Thomson, chief since 2008, favors a plan to create a regional police force that supporters say will increase the number of police on the street.

"The population is less, the city is poorer today than it was then, and the school system has gotten worse. There are a myriad of fixes to this," the police chief said. "Public safety underpins every other effort. It's not the fix, but it's the most important variable in the equation."

While the number of homicide victims now equals 1995's record, Thomson said, the number of homicide incidents has actually increased; 1995 had multiple double homicides and one triple homicide. By the time 54 victims had died this year, he said, there had already been 51 incidents, compared with 1995's 49.

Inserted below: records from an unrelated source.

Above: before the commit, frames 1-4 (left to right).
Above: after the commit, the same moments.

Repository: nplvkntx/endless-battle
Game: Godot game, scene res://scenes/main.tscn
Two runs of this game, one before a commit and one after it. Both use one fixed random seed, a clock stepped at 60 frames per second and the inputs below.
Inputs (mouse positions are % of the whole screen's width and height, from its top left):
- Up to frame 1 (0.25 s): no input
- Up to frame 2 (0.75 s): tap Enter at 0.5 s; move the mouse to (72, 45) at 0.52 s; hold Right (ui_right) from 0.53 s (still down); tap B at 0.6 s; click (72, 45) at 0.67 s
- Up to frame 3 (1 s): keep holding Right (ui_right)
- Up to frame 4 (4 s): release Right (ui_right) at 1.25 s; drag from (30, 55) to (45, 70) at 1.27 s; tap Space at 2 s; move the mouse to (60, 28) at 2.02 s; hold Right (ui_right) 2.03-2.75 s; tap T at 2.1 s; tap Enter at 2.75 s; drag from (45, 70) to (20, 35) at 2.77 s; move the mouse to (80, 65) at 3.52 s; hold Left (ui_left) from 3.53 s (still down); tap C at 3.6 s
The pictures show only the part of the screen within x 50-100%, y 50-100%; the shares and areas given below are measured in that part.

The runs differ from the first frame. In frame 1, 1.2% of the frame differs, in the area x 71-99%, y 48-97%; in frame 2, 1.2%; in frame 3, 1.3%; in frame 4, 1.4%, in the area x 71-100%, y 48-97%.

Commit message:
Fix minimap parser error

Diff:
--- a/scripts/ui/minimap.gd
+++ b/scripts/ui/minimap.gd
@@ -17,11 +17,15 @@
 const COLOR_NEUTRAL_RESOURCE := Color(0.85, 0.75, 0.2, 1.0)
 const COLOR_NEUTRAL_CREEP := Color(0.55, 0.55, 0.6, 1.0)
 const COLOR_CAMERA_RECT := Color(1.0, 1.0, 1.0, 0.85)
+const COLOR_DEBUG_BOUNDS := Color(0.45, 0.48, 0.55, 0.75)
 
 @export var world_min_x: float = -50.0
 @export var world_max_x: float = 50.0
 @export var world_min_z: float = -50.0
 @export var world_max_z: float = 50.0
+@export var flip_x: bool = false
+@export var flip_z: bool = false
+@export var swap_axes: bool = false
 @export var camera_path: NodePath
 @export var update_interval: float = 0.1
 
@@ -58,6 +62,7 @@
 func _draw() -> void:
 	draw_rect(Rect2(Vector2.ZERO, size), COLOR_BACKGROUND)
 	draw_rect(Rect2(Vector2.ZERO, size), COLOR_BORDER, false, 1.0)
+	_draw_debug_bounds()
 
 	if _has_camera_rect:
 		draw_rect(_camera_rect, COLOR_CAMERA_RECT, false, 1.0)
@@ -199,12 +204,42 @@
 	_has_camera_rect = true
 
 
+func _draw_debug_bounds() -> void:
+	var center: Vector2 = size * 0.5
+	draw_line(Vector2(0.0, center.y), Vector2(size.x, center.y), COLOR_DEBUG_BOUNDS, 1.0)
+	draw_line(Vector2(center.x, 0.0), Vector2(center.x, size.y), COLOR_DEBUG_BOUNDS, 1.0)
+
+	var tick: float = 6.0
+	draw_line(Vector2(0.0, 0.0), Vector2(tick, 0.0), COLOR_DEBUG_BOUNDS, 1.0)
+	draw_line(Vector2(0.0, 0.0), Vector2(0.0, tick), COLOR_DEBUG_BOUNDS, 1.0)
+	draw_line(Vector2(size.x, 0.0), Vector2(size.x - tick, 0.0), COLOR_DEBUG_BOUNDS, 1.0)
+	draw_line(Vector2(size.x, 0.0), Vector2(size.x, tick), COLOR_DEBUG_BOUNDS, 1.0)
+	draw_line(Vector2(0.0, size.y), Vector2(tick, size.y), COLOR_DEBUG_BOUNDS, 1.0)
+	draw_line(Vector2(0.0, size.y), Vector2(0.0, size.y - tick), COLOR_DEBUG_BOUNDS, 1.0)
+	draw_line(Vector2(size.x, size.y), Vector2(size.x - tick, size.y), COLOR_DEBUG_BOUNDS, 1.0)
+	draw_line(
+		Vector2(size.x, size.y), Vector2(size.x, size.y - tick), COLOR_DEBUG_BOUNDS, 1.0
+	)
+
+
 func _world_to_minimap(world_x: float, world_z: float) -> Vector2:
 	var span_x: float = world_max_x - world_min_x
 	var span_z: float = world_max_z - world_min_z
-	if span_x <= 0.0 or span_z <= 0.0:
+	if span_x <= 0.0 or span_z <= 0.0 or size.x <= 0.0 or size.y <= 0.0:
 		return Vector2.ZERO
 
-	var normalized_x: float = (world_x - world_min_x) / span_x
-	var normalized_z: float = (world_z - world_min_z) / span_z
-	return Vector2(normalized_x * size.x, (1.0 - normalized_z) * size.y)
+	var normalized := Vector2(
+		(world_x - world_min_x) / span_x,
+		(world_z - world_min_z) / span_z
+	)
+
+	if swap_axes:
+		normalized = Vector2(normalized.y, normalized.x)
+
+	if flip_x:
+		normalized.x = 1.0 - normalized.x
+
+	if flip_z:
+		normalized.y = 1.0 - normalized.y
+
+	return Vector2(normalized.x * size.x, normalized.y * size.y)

In fact, the embattled city may already have broken its record number of homicide victims.

Officials suspect a June 29 fire that killed Kenny Holmes Jr. and his girlfriend, Qua'Nyrah Houston, was arson, but there has not yet been an official ruling.

The two teenagers died of smoke inhalation when a fire broke out in Holmes' rowhouse in the 1000 block of Thurman Street. They were apparently trying to escape, and their bodies were found side by side near the front door.

And there are other crime victims, Thomson said, who are in critical or unstable condition.

Of the 58 deaths ruled homicides so far this year, 54 victims were male, an Inquirer analysis shows. Gunshot wounds account for the vast majority of the deaths (46), followed by stabbing (six), blunt trauma (five), and smoke inhalation (one). The average victim's age is 29.